I wouldn't consider Cape Lookout next best. It's just as good and the best fishing spots are more likely to be accessible especially in the Spring.


----------



## caniac23 (Oct 29, 2009)

Your question is a bit misleading. You say "South of Cape Lookout" first, then say "After Hatteras". If you mean what area south of Hatteras Island, then I would say Portsmouth and Cape Lookout. But if you mean south of Cape Lookout your choices are few for driving on the beach. I'd say north end of Carolina Beach or Fort Fisher. You'll have to buy a permit at either place.


----------



## Ryan Y (Dec 1, 2005)

That's right. A few of the crystal coast beach's also offer beach driving at different times of the year too.


----------



## jocoscout (Jan 12, 2012)

As for best South of Hatteras, I would say Portsmouth Island, but Ocracoke is also great, and easier to stay at. (lots of houses, hotels, an actual town etc instead of on Portsmouth where it's just some cabins, a NPS office and you're on your own.) 
I've not heard much about there being great surf fishing at Lookout, and I don't think there is any way to get a truck to Lookout but you could carry your gear. 
There are other places that are easier to get to especially around Wilmington but those two I would say are the most productive south of Hatteras.


----------



## rocket (Dec 1, 2008)

jocoscout said:


> As for best South of Hatteras, I would say Portsmouth Island, but Ocracoke is also great, and easier to stay at. (lots of houses, hotels, an actual town etc instead of on Portsmouth where it's just some cabins, a NPS office and you're on your own.)
> I've not heard much about there being great surf fishing at Lookout, and I don't think there is any way to get a truck to Lookout but you could carry your gear.
> There are other places that are easier to get to especially around Wilmington but those two I would say are the most productive south of Hatteras.

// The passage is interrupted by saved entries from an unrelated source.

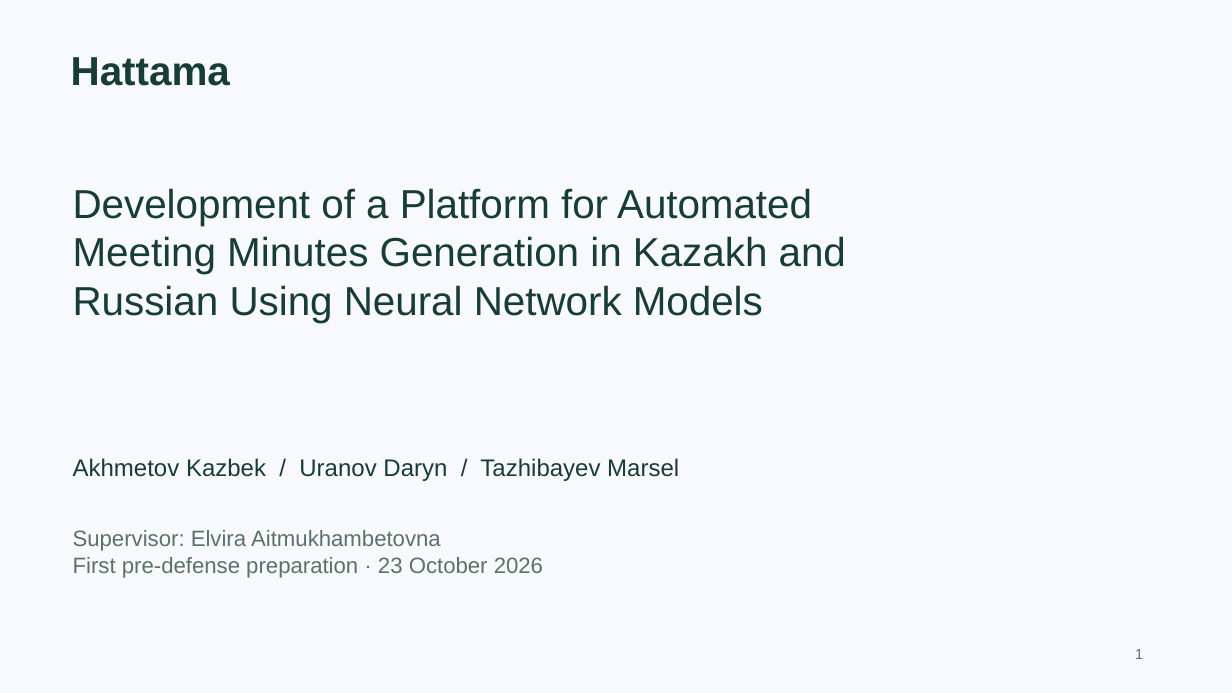
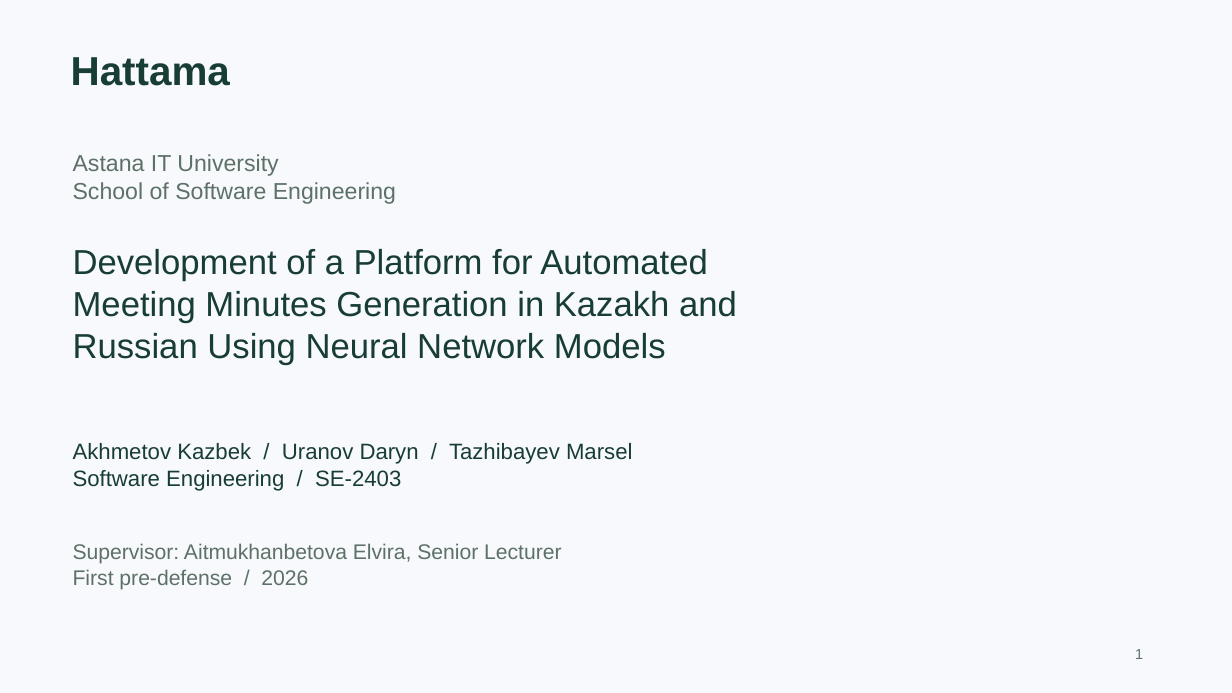
Before and after one commit to f0nce/hattama, a slide deck: slide 1 of docs/diploma/deliverables/Hattama_PreDefense_Presentation.pptx. Drawn at 1232x693 pixels with LibreOffice and Linux fonts; fonts in the diff are those of the drawing. Boxes give left, top, right and bottom in pixels: in the first picture for what was removed or moved away, otherwise in the second. Text is boxed around its words. In the diff, an @@ line names an element or a change of style, - is before the commit and + after.

Commit message:
docs: update AITU title pages and supervisor details
Record the supplied academic identity and team-reported hackathon win. Preserve the distinction between reported achievement and documented user interviews.

```diff
--- a/docs/diploma/deliverables/Hattama_PreDefense_Presentation.pptx
+++ b/docs/diploma/deliverables/Hattama_PreDefense_Presentation.pptx
@@ text added at (x1=73, y1=154, x2=396, y2=204), 18 pt, text #5D7167 @@
+Astana IT University
+School of Software Engineering
@@ text "Development of a Platform for ..." moved from (x1=73, y1=188, x2=846, y2=323) to (x1=73, y1=249, x2=737, y2=365) @@
@@ text "Development of a Platform for ..." at (x1=73, y1=249, x2=737, y2=365): size 31.5 to 27 pt @@
@@ text "Akhmetov Kazbek / Uranov Daryn ..." moved from (x1=73, y1=458, x2=679, y2=481) to (x1=73, y1=443, x2=633, y2=491) @@
@@ text at (x1=73, y1=443, x2=633, y2=464): size 18.8 to 17.2 pt in "Akhmetov Kazbek / Uranov Daryn / Tazhibayev ..." @@
@@ text at (x1=73, y1=470, x2=401, y2=491): paragraph added @@
+Software Engineering / SE-2403
@@ text at (x1=73, y1=543, x2=561, y2=590): text changed; size 17.2 to 16.5 pt @@
-Supervisor: Elvira Aitmukhambetovna
-First pre-defense preparation · 23 October 2026
+Supervisor: Aitmukhanbetova Elvira, Senior Lecturer
+First pre-defense / 2026
```
Also in this commit, not shown: 1 other slide changed, 10 other files.

There are two vehicle ferries that run from Davis, NC to Cape Lookout.


----------



## caniac23 (Oct 29, 2009)

jocoscout said:


> As for best South of Hatteras, I would say Portsmouth Island, but Ocracoke is also great, and easier to stay at. (lots of houses, hotels, an actual town etc instead of on Portsmouth where it's just some cabins, a NPS office and you're on your own.)
> I've not heard much about there being great surf fishing at Lookout, and I don't think there is any way to get a truck to Lookout but you could carry your gear.
> There are other places that are easier to get to especially around Wilmington but those two I would say are the most productive south of Hatteras.

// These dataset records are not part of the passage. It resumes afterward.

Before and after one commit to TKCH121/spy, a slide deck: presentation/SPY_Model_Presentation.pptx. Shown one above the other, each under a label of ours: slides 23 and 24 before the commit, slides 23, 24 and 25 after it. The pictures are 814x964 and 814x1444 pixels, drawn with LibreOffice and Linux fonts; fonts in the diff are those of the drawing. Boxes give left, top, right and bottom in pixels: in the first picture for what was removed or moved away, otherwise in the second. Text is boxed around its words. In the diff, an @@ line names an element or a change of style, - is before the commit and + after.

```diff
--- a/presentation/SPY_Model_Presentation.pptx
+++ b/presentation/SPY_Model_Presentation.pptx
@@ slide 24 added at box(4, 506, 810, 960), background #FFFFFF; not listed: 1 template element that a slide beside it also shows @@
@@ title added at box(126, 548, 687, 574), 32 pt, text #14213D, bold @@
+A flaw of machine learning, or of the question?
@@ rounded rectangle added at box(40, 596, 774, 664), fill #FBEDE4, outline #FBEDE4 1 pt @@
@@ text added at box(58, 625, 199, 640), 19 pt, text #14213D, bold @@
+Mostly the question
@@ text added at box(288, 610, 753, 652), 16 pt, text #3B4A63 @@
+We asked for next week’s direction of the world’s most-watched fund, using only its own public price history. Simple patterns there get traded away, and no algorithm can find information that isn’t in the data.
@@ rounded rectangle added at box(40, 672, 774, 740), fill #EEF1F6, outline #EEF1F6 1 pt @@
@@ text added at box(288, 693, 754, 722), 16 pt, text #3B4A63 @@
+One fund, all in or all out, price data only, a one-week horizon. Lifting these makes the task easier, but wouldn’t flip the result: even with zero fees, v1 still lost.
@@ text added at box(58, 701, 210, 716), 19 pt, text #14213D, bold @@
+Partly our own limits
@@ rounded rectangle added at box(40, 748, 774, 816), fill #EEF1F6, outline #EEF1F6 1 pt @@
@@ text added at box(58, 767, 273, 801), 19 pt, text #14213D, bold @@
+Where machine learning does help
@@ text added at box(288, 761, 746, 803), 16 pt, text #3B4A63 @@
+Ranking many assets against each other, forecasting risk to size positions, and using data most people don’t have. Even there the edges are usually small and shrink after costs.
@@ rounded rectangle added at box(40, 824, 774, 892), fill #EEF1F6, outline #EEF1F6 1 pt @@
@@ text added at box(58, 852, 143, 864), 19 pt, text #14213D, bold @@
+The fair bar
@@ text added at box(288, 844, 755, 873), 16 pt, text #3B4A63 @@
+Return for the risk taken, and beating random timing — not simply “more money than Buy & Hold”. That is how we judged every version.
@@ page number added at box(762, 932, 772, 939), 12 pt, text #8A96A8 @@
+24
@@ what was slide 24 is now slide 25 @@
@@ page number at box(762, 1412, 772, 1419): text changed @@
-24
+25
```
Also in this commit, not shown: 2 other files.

The fishing at Lookout is outstanding and access is no problem, you just have to plan ahead. There are ferrys to get your vehicle out there and cabins to stay in. You will have to furnish your own electricity. Check it out here:

http://drumwagon.com/


----------



## Oldmulletbreath (Jan 7, 2006)

Fishing on Cape Lookout sucks


----------



## jocoscout (Jan 12, 2012)

Thanks rocket, the only time I've been there was when I was a kid and I got sick that week so I really don't remember much. 
As for the fishing I'll let Caniac and Omb fight that one out.


----------